Pursuant to the provisions of Section 19(b)(1) of the Securities Exchange Act of 1934 (“Act”),[1] and Rule 19b-4 thereunder,[2] notice is hereby given that on August 11, 2016, Miami International Securities Exchange LLC (“MIAX” or “Exchange”) filed with the Securities and Exchange Commission (“Commission”) a proposed rule change as described in Items I, II, and III below, which Items have been prepared by the Exchange. The Commission is publishing this notice to solicit comments on the proposed rule change from interested persons.
I. Self-Regulatory Organization's Statement of the Terms of Substance of the Proposed Rule Change
The Exchange is filing a proposal to amend the MIAX Options Fee Schedule (the “Fee Schedule”).
The text of the proposed rule change is available on the Exchange's Web site at http://www.miaxoptions.com/filter/wotitle/rule_filing,, at MIAX's principal office, and at the Commission's Public Reference Room.

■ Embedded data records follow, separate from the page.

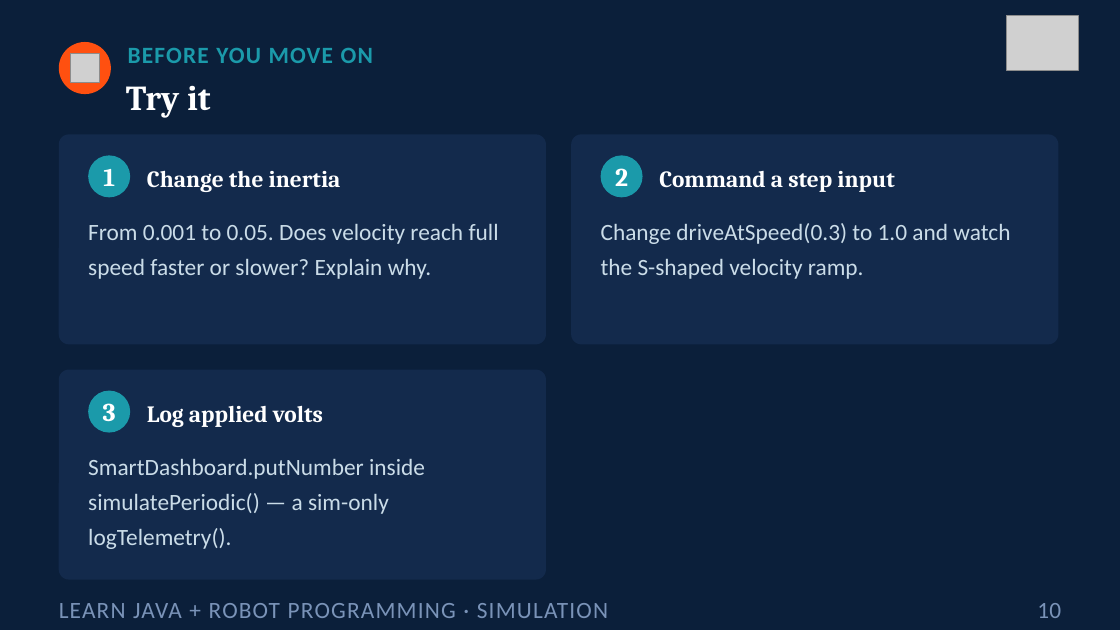
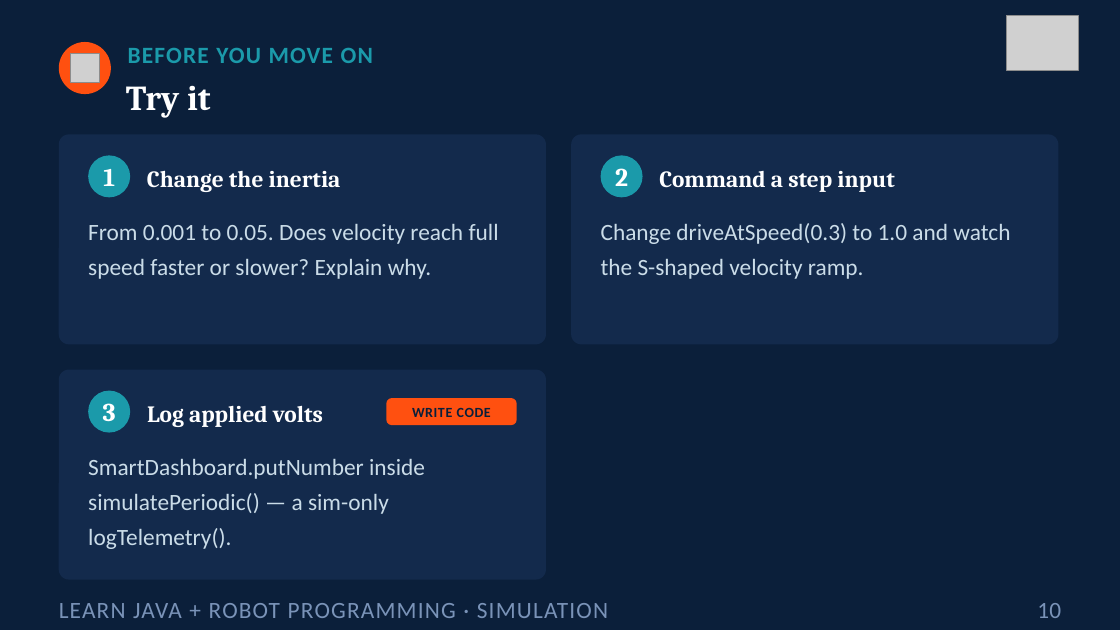
Before and after one commit to FRC5010/BasicRobotLessons, a slide deck: slide 10 of docs/presentations/v3/04-simulation.pptx. Drawn at 1120x630 pixels with LibreOffice and Linux fonts; fonts in the diff are those of the drawing; grey boxes stand for pictures. Boxes give left, top, right and bottom in pixels: in the first picture for what was removed or moved away, otherwise in the second. Text is boxed around its words. In the diff, an @@ line names an element or a change of style, - is before the commit and + after.

```diff
--- a/docs/presentations/v3/04-simulation.pptx
+++ b/docs/presentations/v3/04-simulation.pptx
@@ rounded rectangle added at bbox=[386, 398, 517, 425], fill #FF5010 @@
@@ text added at bbox=[412, 408, 491, 417], 12 pt, text #0B1F3A, bold @@
+WRITE CODE
```
Also in this commit, not shown: 2 other files.
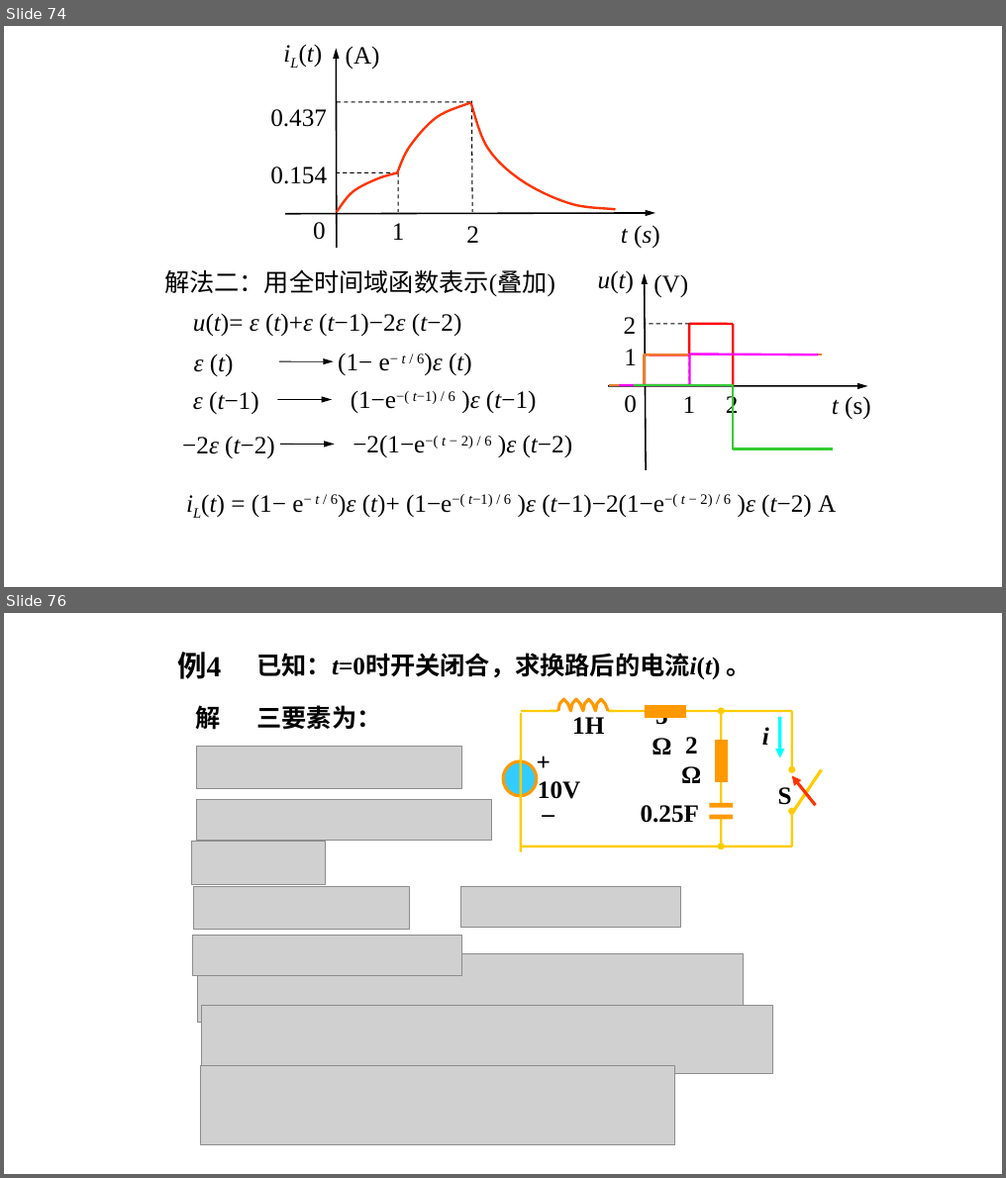
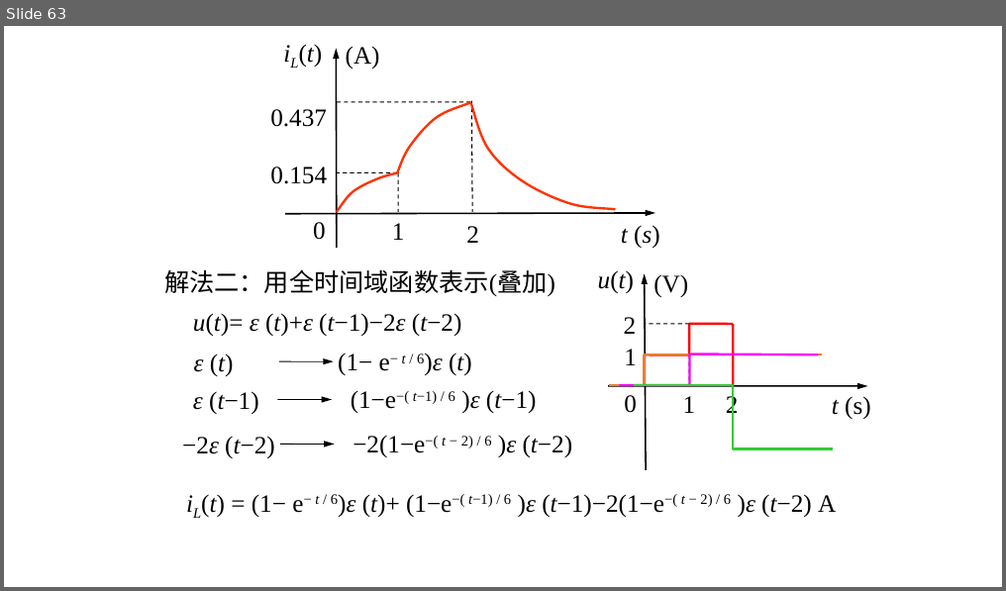
Before and after one commit to YUK1PEDIA/XMU-SE, a slide deck: 大三下/电路原理/课件/第六章.pptx. Shown one above the other, each under a label of ours: slides 74 and 76 before the commit, slide 63 after it; the slides between them are not shown. The pictures are 1006x1178 and 1006x591 pixels, drawn with LibreOffice and Linux fonts; fonts in the diff are those of the drawing; grey boxes stand for pictures. Boxes give left, top, right and bottom in pixels: in the first picture for what was removed or moved away, otherwise in the second. Text is boxed around its words. In the diff, an @@ line names an element or a change of style, - is before the commit and + after.

```diff
--- a/大三下/电路原理/课件/第六章.pptx
+++ b/大三下/电路原理/课件/第六章.pptx
@@ slide 76 removed at box(4, 613, 1002, 1174), background #FFFFFF @@
@@ text removed at box(177, 652, 221, 679) @@
-例4
@@ text removed at box(256, 653, 750, 679) @@
-已知：t=0时开关闭合，求换路后的电流i(t) 。
@@ text removed at box(196, 706, 221, 729) @@
-解
@@ text removed at box(256, 705, 381, 730) @@
-三要素为：
@@ group removed at box(503, 699, 822, 853): 9 texts, 9 lines, 6 arrows, 2 rectangles, 1 freeform shape, 1 ellipse @@
-+
-–
-1H
-0.25F
-5Ω
-2Ω
-S
-10V
-i
@@ picture removed at box(196, 747, 461, 789) @@
@@ picture removed at box(196, 799, 491, 841) @@
@@ picture removed at box(192, 841, 325, 884) @@
@@ picture removed at box(193, 887, 410, 930) @@
@@ picture removed at box(460, 887, 681, 928) @@
@@ picture removed at box(193, 935, 462, 976) @@
@@ picture removed at box(198, 955, 744, 1023) @@
@@ picture removed at box(202, 1006, 773, 1075) @@
@@ picture removed at box(200, 1065, 675, 1145) @@
@@ what was slide 74 is now slide 63 @@
```
Also in this commit, not shown: 1 slide changed, 24 other slides removed, 3 other files.
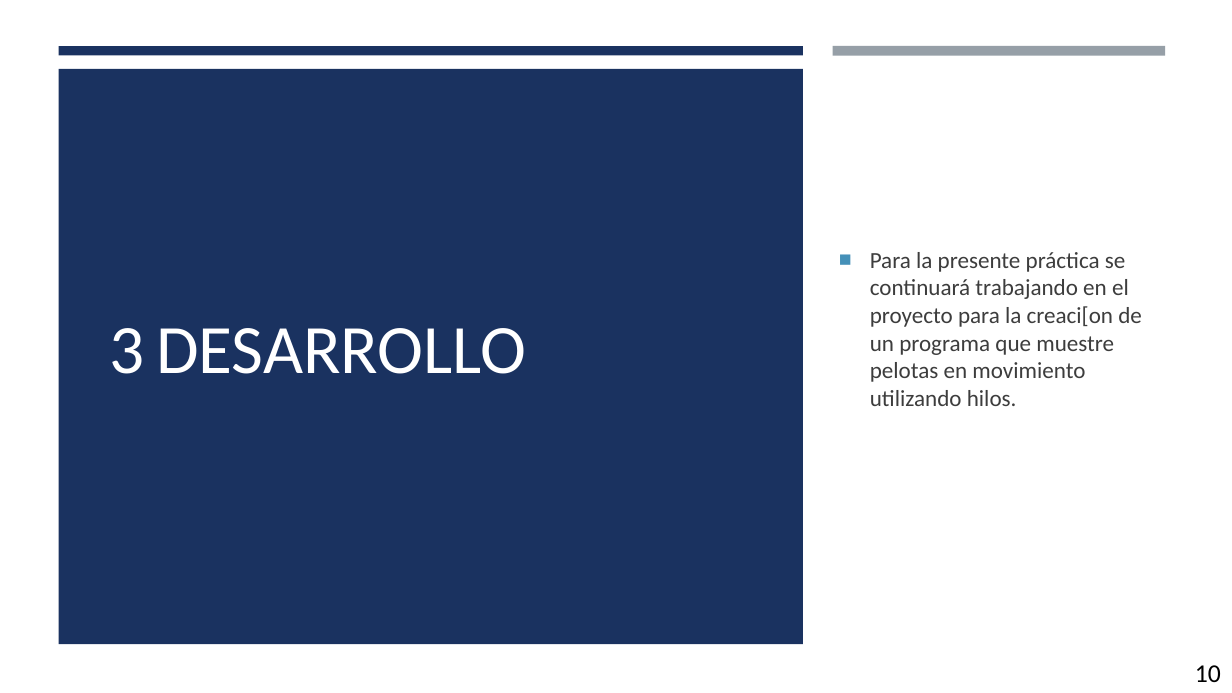
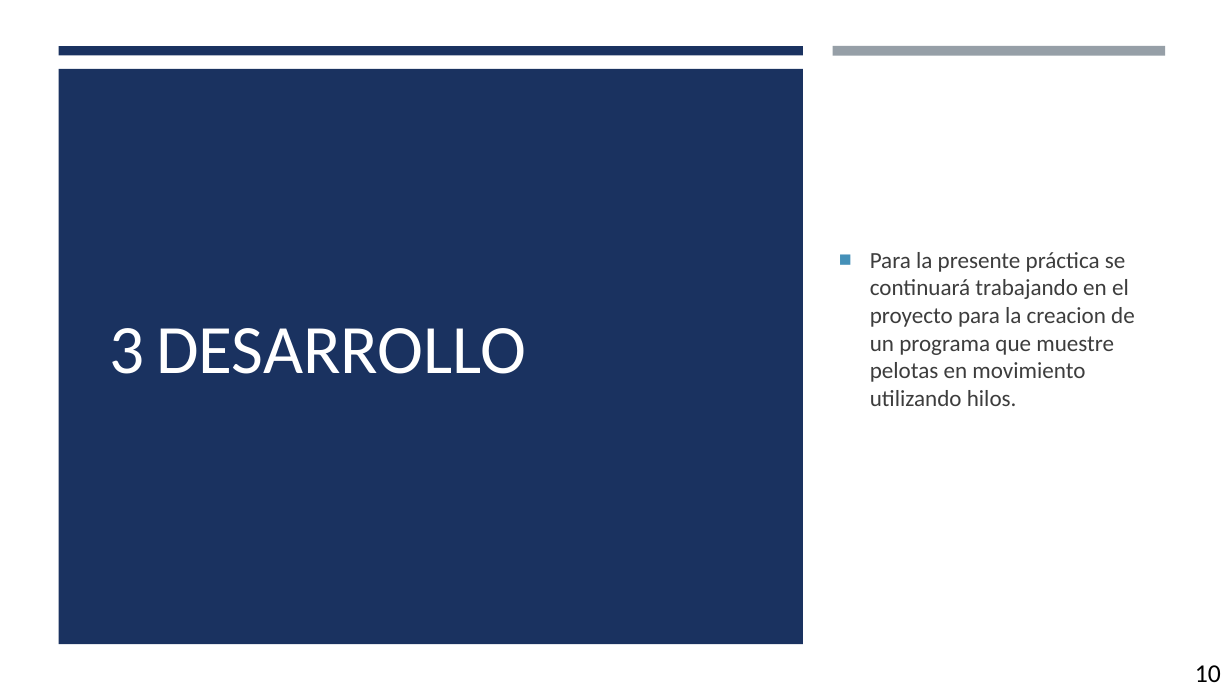
Before and after one commit to andrespallango/Aplicaciones_Distribuidas_Java_DotNET, a slide deck: slide 10 of HilosJava_Grupo2/DOCUMENTACION/HilosJava_168_169_170_Grupo2.pptx. Drawn at 1232x693 pixels with LibreOffice and Linux fonts; fonts in the diff are those of the drawing. Boxes give left, top, right and bottom in pixels: in the first picture for what was removed or moved away, otherwise in the second. Text is boxed around its words. In the diff, an @@ line names an element or a change of style, - is before the commit and + after.

```diff
--- a/HilosJava_Grupo2/DOCUMENTACION/HilosJava_168_169_170_Grupo2.pptx
+++ b/HilosJava_Grupo2/DOCUMENTACION/HilosJava_168_169_170_Grupo2.pptx
@@ text at (x1=870, y1=252, x2=1135, y2=406): text changed @@
-■ Para la presente práctica se continuará trabajando en el proyecto para la creaci[on de un programa que muestre pelotas en movimiento utilizando hilos.
+■ Para la presente práctica se continuará trabajando en el proyecto para la creacion de un programa que muestre pelotas en movimiento utilizando hilos.
```
Also in this commit, not shown: 17 other slides changed, 1 other file.
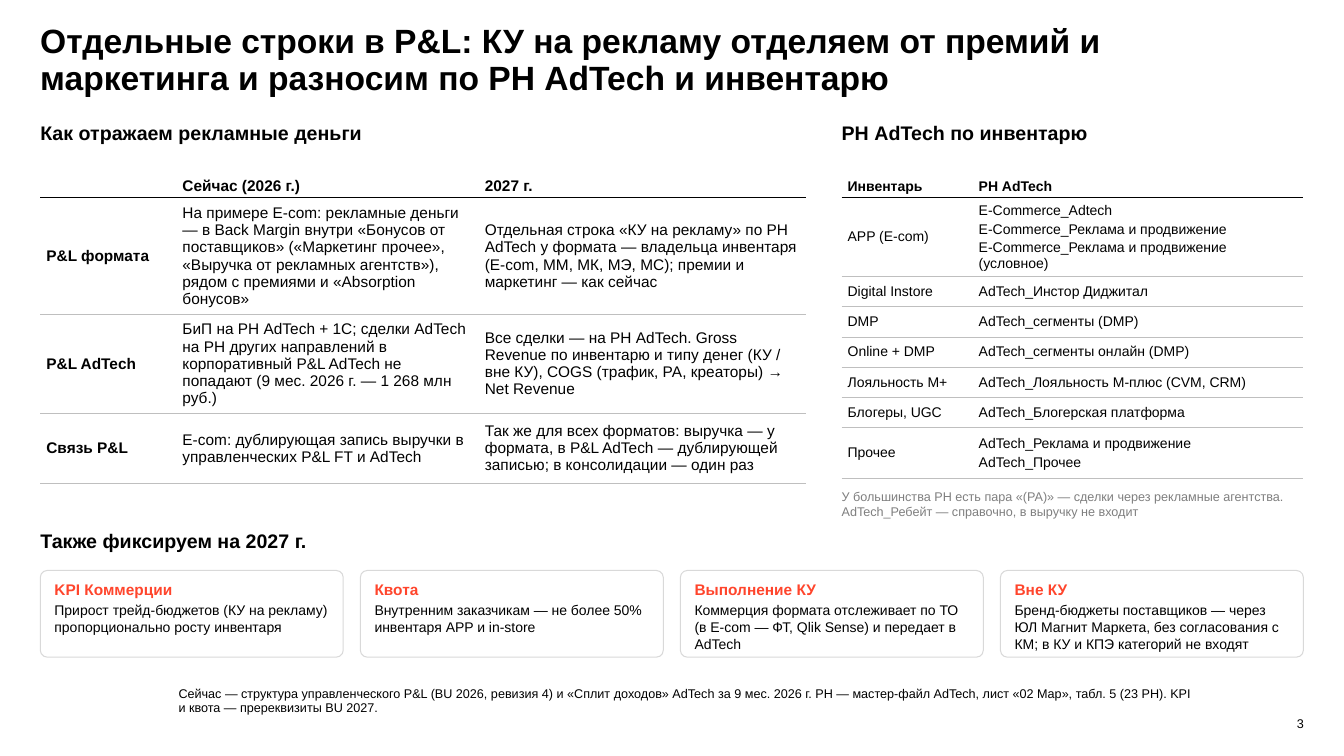
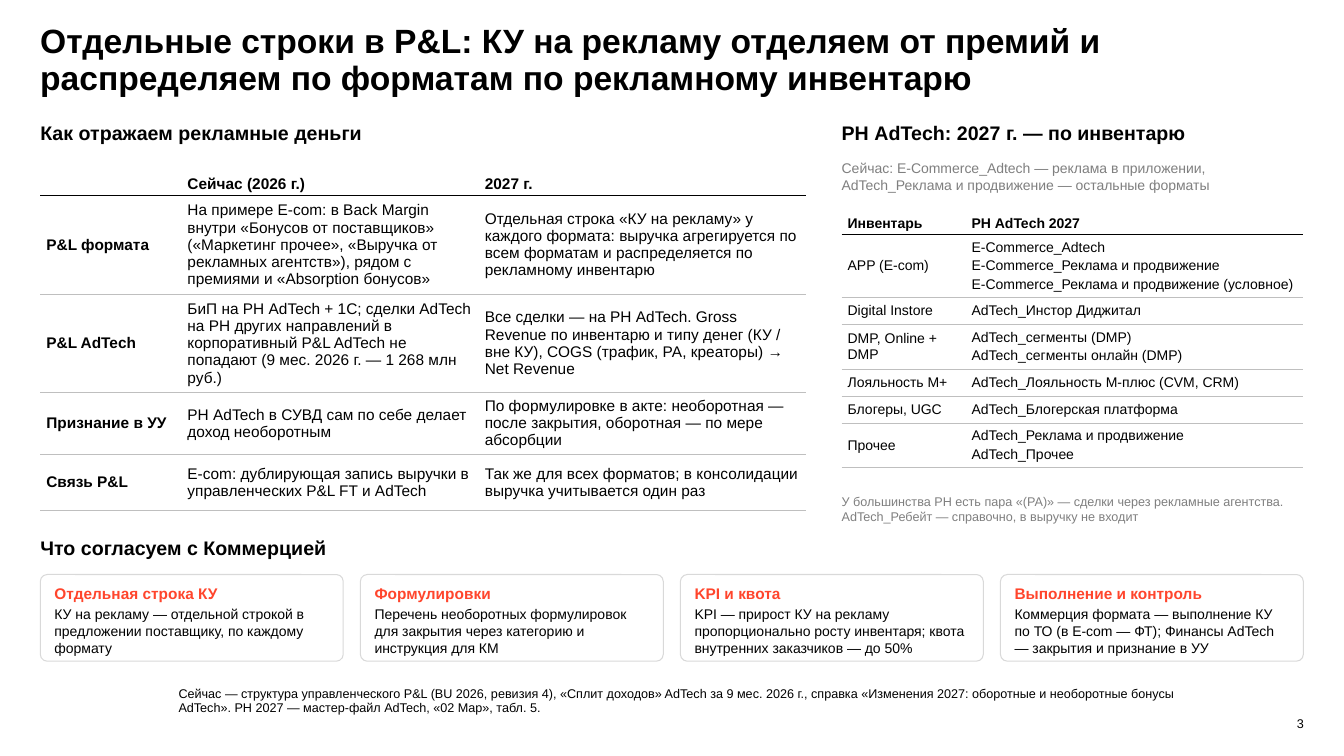
Before and after one commit to DenisMagnit/1, a slide deck: slide 3 of AdTech_КУ_2027_логика_драфт.pptx. Drawn at 1344x756 pixels with LibreOffice and Linux fonts; fonts in the diff are those of the drawing; background and template pictures are left out. Boxes give left, top, right and bottom in pixels: in the first picture for what was removed or moved away, otherwise in the second. Text is boxed around its words. In the diff, an @@ line names an element or a change of style, - is before the commit and + after.

```diff
--- a/AdTech_КУ_2027_логика_драфт.pptx
+++ b/AdTech_КУ_2027_логика_драфт.pptx
@@ text at (40,28,1101,97): text changed @@
-Отдельные строки в P&L: КУ на рекламу отделяем от премий и маркетинга и разносим по РН AdTech и инвентарю
+Отдельные строки в P&L: КУ на рекламу отделяем от премий и распределяем по форматам по рекламному инвентарю
@@ text at (842,125,1185,144): text changed @@
-РН AdTech по инвентарю
+РН AdTech: 2027 г. — по инвентарю
@@ table at (40,163,807,503) @@
-row 2, column 2: На примере E-com: рекламные деньги — в Back Margin внутри «Бонусов от поставщиков» («Маркетинг прочее», «Выручка от рекламных агентств»), рядом с премиями и «Absorption бонусов»
+row 2, column 2: На примере E-com: в Back Margin внутри «Бонусов от поставщиков» («Маркетинг прочее», «Выручка от рекламных агентств»), рядом с премиями и «Absorption бонусов»
-row 2, column 3: Отдельная строка «КУ на рекламу» по РН AdTech у формата — владельца инвентаря (E-com, ММ, МК, МЭ, МС); премии и маркетинг — как сейчас
+row 2, column 3: Отдельная строка «КУ на рекламу» у каждого формата: выручка агрегируется по всем форматам и распределяется по рекламному инвентарю
-row 4: Связь P&L | E-com: дублирующая запись выручки в управленческих P&L FT и AdTech | Так же для всех форматов: выручка — у формата, в P&L AdTech — дублирующей записью; в консолидации — один раз
+row 4: Признание в УУ | РН AdTech в СУВД сам по себе делает доход необоротным | По формулировке в акте: необоротная — после закрытия, оборотная — по мере абсорбции
+row 5: Связь P&L | E-com: дублирующая запись выручки в управленческих P&L FT и AdTech | Так же для всех форматов; в консолидации выручка учитывается один раз
@@ text added at (842,162,1209,193), 10 pt, text #7F7F7F @@
+Сейчас: E-Commerce_Adtech — реклама в приложении, AdTech_Реклама и продвижение — остальные форматы
@@ table at (842,207,1304,468) @@
-row 1, column 2: РН AdTech
+row 1, column 2: РН AdTech 2027
-row 4: DMP | AdTech_сегменты (DMP)
-row 5: Online + DMP | AdTech_сегменты онлайн (DMP)
+row 4: DMP, Online + DMP | AdTech_сегменты (DMP) / AdTech_сегменты онлайн (DMP)
@@ table: place and size @@
-table at (842,163,1304,474)
+table at (842,207,1304,468)
@@ text "У большинства РН есть пара ...": place and size @@
-text "У большинства РН есть пара ..." at (842,492,1283,519)
+text "У большинства РН есть пара ..." at (842,497,1283,524)
@@ text removed at (40,533,307,552) @@
-Также фиксируем на 2027 г.
@@ text added at (40,540,326,559), 14 pt, text #000000, bold @@
+Что согласуем с Коммерцией
@@ text in rounded rectangle at (54,588,304,656): text changed @@
-KPI Коммерции
-Прирост трейд-бюджетов (КУ на рекламу) пропорционально росту инвентаря
+Отдельная строка КУ
+КУ на рекламу — отдельной строкой в предложении поставщику, по каждому формату
@@ text in rounded rectangle at (375,588,626,656): text changed @@
-Квота
-Внутренним заказчикам — не более 50% инвентаря APP и in-store
+Формулировки
+Перечень необоротных формулировок для закрытия через категорию и инструкция для КМ
@@ text in rounded rectangle at (695,588,964,656): text changed @@
-Выполнение КУ
-Коммерция формата отслеживает по ТО (в E-com — ФТ, Qlik Sense) и передает в AdTech
+KPI и квота
+KPI — прирост КУ на рекламу пропорционально росту инвентаря; квота внутренних заказчиков — до 50%
@@ 4 rounded rectangles: place and size @@
-4 rounded rectangles at (40,571,1304,657)
+4 rounded rectangles at (40,575,1304,661)
@@ text in rounded rectangle at (1015,588,1274,656): text changed @@
-Вне КУ
-Бренд-бюджеты поставщиков — через ЮЛ Магнит Маркета, без согласования с КМ; в КУ и КПЭ категорий не входят
+Выполнение и контроль
+Коммерция формата — выполнение КУ по ТО (в E-com — ФТ); Финансы AdTech — закрытия и признание в УУ
@@ text at (179,688,1174,715): text changed @@
-Сейчас — структура управленческого P&L (BU 2026, ревизия 4) и «Сплит доходов» AdTech за 9 мес. 2026 г. РН — мастер-файл AdTech, лист «02 Map», табл. 5 (23 РН). KPI и квота — пререквизиты BU 2027.
+Сейчас — структура управленческого P&L (BU 2026, ревизия 4), «Сплит доходов» AdTech за 9 мес. 2026 г., справка «Изменения 2027: оборотные и необоротные бонусы AdTech». РН 2027 — мастер-файл AdTech, «02 Map», табл. 5.
```
Also in this commit, not shown: 2 other slides changed.

II. Self-Regulatory Organization's Statement of the Purpose of, and Statutory Basis for, the Proposed Rule Change
In its filing with the Commission, the Exchange included statements concerning the purpose of and basis for the proposed rule change and discussed any comments it received on the proposed rule change. The text of these statements may be examined at the places specified in Item IV below. The Exchange has prepared summaries, set forth in sections A, B, and C below, of the most significant aspects of such statements.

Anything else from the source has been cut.